Problem to work on: Report how many lines of the entries below contain the word "Sprites", and nothing more.

--- Source records Enclosed Below ---

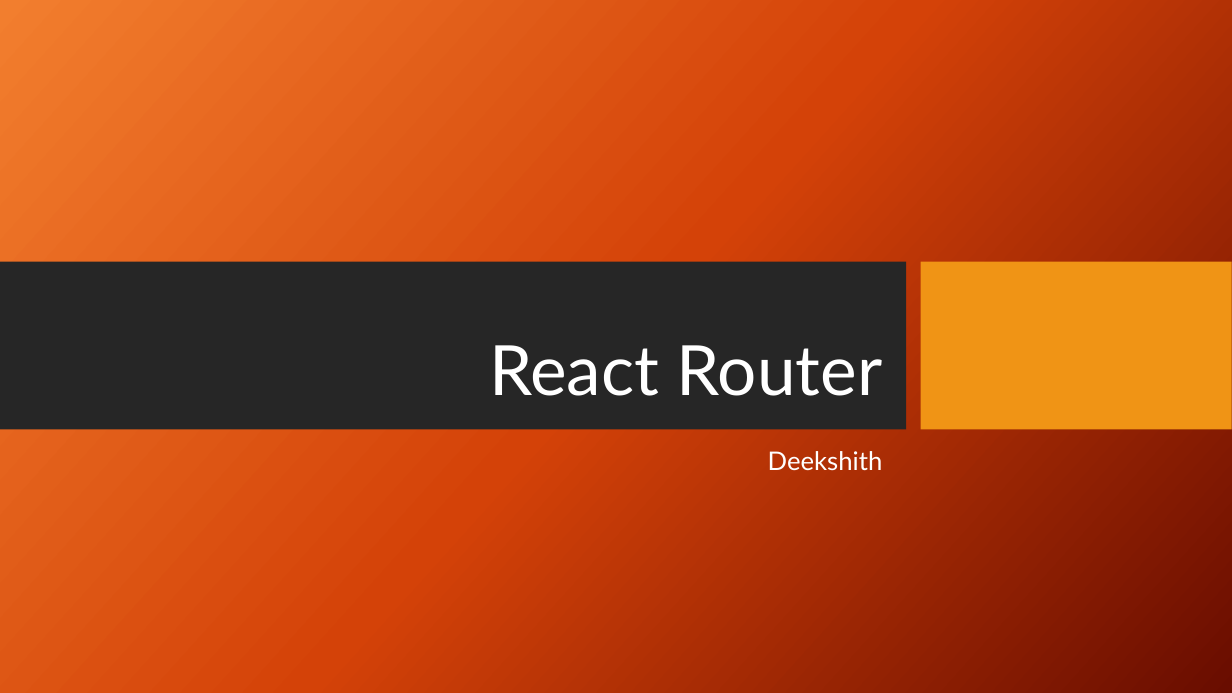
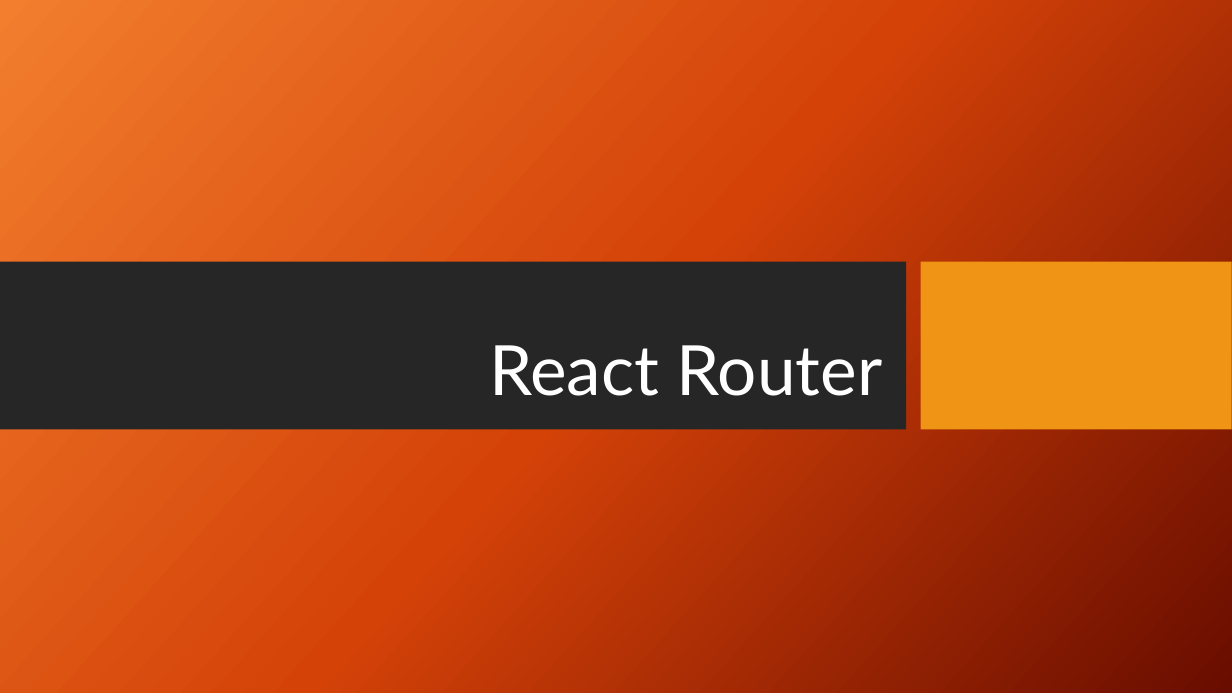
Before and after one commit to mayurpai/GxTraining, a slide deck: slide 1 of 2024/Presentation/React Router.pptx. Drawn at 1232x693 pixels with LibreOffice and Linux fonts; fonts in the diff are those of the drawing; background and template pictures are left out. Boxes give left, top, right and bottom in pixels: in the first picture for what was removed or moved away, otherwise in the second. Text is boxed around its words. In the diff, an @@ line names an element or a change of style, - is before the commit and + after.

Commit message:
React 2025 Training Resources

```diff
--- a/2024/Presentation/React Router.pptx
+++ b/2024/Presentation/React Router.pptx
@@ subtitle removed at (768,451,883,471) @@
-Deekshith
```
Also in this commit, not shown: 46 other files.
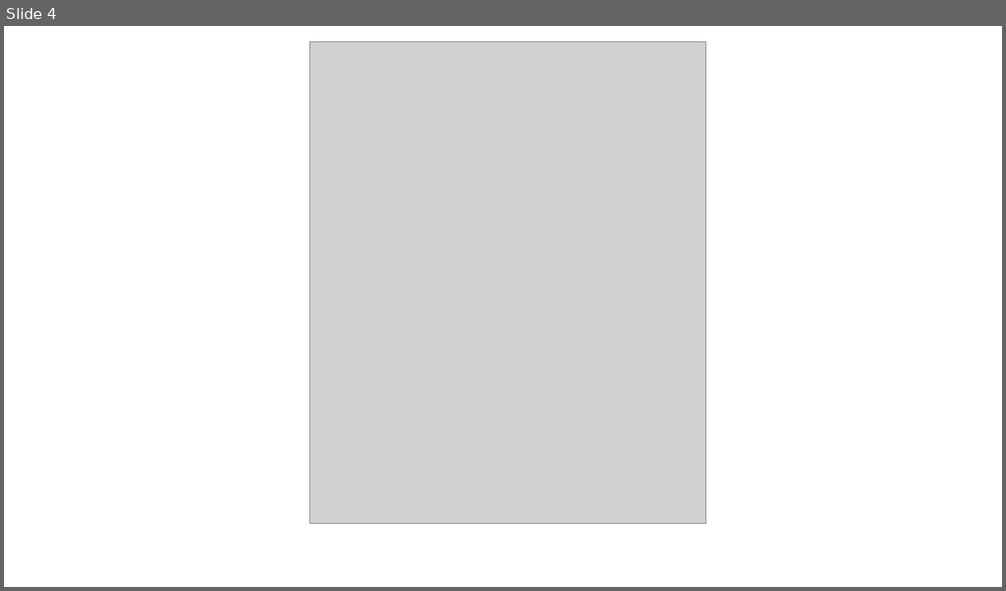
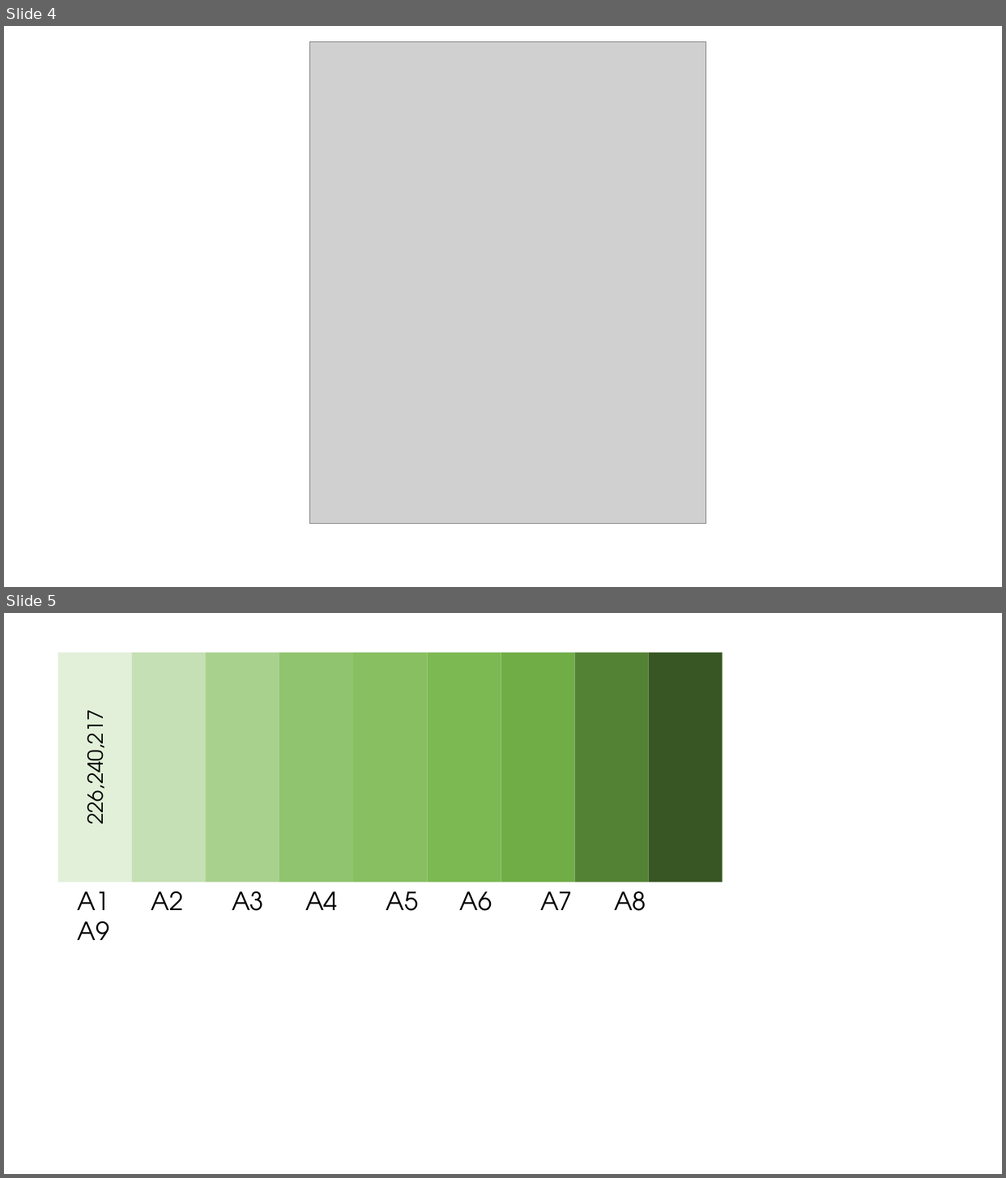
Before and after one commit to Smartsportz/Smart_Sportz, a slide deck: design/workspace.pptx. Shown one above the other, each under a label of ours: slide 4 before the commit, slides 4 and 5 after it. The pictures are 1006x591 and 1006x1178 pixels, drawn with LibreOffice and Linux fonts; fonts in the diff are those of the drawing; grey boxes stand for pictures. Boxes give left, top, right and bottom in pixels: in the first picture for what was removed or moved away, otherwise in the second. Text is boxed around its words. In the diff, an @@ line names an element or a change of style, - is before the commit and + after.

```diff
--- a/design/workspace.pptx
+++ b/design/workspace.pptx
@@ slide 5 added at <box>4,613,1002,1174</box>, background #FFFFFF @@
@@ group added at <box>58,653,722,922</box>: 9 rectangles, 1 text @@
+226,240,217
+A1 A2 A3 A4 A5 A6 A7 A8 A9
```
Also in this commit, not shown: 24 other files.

--- End of Enclosed Source records ---
--- Source records Enclosed Below ---

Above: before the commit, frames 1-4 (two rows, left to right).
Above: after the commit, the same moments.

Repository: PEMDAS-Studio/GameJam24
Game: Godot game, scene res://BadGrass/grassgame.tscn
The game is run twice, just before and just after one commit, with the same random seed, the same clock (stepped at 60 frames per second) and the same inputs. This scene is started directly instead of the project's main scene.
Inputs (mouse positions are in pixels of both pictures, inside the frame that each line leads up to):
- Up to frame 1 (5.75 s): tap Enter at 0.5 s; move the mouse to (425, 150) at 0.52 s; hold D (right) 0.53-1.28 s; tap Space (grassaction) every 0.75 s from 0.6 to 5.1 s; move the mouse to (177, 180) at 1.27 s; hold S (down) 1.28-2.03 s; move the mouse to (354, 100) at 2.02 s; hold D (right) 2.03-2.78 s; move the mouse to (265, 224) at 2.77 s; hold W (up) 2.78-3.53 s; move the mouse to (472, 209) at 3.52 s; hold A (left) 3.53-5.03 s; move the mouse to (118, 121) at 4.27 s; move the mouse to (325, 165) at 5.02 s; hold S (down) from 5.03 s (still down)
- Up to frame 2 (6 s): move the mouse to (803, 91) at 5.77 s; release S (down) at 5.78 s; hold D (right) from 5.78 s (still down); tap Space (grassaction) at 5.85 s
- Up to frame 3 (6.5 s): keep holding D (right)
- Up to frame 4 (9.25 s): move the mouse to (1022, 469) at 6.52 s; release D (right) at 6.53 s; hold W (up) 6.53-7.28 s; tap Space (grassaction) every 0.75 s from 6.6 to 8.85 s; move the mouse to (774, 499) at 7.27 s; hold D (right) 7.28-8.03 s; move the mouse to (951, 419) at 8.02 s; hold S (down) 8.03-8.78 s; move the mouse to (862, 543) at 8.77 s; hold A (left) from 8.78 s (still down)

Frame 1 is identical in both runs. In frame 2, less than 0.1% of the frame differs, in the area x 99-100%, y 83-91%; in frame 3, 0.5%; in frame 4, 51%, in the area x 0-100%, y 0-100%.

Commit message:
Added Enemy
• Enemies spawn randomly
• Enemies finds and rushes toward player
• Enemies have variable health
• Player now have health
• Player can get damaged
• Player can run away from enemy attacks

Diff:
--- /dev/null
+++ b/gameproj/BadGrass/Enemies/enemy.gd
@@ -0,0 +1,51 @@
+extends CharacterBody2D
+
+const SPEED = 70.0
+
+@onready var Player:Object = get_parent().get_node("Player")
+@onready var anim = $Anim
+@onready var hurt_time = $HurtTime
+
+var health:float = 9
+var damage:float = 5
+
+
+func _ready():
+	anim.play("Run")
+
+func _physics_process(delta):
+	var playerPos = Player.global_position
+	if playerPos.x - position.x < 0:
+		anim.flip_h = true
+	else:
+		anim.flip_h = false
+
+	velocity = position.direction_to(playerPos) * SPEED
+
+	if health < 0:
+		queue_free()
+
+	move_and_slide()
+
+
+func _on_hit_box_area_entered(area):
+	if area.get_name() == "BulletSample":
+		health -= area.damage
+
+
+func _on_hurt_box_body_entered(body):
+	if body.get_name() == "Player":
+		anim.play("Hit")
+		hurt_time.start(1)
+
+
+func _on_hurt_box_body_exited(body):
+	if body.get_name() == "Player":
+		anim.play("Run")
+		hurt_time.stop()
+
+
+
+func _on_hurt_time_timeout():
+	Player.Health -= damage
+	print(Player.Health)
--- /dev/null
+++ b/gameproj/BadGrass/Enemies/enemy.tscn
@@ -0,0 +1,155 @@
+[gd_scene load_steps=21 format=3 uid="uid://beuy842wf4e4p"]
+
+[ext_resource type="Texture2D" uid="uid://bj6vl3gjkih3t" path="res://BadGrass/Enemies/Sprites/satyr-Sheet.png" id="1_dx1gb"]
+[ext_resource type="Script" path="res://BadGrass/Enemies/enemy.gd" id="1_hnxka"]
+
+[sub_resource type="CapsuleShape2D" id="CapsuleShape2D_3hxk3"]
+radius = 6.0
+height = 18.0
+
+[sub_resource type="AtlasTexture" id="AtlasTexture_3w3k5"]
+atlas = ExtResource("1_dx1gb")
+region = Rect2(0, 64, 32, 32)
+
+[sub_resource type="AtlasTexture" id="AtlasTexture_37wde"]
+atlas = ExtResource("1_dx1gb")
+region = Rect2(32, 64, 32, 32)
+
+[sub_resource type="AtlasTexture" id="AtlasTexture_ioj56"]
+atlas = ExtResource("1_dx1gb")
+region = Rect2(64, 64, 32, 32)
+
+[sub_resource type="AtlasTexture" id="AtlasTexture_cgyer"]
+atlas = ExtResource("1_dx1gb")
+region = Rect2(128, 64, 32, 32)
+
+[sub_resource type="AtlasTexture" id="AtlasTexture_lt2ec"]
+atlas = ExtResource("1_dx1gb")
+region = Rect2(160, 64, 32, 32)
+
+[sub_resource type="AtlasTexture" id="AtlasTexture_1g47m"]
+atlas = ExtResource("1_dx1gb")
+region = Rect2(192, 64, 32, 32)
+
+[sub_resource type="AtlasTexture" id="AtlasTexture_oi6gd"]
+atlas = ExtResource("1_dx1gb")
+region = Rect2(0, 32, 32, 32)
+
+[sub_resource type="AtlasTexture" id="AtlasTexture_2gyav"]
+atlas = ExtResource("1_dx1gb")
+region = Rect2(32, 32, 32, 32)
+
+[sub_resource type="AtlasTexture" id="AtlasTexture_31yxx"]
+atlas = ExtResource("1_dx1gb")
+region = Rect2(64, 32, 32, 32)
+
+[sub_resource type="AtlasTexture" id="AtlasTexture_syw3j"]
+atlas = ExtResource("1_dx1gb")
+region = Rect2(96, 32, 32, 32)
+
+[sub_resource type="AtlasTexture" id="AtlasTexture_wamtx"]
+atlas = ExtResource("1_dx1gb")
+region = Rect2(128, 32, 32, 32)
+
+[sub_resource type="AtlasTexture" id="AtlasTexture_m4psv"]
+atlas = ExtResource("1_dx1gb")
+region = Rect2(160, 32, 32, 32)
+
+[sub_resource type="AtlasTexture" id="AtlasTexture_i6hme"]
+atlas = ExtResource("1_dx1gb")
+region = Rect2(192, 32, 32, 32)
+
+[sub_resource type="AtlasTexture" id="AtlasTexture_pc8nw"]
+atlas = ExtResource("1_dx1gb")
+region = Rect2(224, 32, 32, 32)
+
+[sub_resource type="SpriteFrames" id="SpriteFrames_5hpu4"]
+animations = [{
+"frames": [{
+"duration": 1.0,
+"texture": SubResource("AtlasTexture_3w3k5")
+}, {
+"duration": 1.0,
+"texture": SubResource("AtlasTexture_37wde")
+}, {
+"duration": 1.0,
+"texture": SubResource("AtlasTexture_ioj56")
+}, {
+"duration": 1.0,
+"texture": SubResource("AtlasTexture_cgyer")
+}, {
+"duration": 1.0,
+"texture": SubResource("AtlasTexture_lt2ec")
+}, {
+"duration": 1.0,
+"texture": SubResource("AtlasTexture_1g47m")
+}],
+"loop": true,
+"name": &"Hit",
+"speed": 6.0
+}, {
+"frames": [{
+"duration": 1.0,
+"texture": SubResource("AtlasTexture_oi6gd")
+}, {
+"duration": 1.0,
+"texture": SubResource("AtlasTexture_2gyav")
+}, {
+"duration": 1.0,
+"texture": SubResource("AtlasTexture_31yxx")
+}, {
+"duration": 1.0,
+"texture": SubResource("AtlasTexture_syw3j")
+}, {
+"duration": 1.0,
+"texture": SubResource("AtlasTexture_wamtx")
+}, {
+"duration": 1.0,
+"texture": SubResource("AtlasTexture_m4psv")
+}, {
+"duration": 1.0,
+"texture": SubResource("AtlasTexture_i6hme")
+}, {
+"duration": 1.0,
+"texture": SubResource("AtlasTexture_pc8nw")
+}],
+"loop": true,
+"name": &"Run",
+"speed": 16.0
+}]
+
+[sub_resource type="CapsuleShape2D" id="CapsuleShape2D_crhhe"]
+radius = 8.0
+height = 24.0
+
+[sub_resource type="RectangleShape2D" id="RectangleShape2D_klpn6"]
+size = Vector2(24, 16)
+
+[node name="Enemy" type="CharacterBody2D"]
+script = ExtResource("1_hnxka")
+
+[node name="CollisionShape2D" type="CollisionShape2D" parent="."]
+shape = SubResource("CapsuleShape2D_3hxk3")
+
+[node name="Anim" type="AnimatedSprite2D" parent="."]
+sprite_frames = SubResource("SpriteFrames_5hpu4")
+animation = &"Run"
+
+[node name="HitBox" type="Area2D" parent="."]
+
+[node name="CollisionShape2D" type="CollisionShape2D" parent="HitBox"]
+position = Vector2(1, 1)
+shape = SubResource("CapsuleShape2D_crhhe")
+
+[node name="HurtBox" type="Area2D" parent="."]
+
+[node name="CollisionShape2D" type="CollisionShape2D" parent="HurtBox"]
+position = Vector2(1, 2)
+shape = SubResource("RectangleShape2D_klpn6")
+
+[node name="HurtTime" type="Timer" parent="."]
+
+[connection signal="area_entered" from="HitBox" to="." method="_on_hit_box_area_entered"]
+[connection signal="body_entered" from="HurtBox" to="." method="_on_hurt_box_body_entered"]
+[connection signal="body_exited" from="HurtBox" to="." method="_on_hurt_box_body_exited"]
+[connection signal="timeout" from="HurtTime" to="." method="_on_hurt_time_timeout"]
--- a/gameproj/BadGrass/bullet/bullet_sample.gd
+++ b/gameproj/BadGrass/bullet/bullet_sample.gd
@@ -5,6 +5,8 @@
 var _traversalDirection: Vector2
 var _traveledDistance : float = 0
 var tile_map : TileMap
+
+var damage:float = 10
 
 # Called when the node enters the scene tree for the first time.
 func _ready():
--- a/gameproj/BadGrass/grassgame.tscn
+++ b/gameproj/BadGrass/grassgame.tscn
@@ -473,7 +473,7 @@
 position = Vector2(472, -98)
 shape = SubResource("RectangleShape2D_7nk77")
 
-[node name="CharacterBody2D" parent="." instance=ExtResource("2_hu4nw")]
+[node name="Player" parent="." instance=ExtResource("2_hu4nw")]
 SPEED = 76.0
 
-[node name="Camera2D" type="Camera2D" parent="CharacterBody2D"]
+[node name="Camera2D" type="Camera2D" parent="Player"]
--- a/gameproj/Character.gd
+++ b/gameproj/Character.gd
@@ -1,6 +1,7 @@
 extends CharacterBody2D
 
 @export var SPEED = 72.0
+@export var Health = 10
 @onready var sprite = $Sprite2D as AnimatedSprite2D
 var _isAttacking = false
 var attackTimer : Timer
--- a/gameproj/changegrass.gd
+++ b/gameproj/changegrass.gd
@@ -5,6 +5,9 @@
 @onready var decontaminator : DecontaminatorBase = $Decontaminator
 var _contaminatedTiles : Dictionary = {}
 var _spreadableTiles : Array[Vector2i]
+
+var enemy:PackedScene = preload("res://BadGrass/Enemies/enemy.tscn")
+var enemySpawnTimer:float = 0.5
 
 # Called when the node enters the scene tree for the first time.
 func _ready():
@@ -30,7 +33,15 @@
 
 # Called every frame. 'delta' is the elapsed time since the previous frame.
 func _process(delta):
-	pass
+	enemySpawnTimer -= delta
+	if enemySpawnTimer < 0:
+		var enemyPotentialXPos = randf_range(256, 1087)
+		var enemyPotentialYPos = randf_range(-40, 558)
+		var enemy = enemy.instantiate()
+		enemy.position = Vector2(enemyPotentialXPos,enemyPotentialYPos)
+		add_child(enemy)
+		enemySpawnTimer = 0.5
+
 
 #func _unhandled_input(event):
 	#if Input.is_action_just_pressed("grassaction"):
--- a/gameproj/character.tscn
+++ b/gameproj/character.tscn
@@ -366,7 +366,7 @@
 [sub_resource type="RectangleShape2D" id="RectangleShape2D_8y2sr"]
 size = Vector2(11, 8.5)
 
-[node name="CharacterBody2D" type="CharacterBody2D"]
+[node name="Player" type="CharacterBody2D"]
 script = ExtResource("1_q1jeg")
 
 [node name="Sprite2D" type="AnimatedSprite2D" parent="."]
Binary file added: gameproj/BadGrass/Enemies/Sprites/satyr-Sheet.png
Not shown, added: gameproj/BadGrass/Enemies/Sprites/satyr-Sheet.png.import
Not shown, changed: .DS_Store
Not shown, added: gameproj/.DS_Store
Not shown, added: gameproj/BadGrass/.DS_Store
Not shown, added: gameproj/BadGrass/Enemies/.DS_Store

--- End of Enclosed Source records ---

Written answer: 3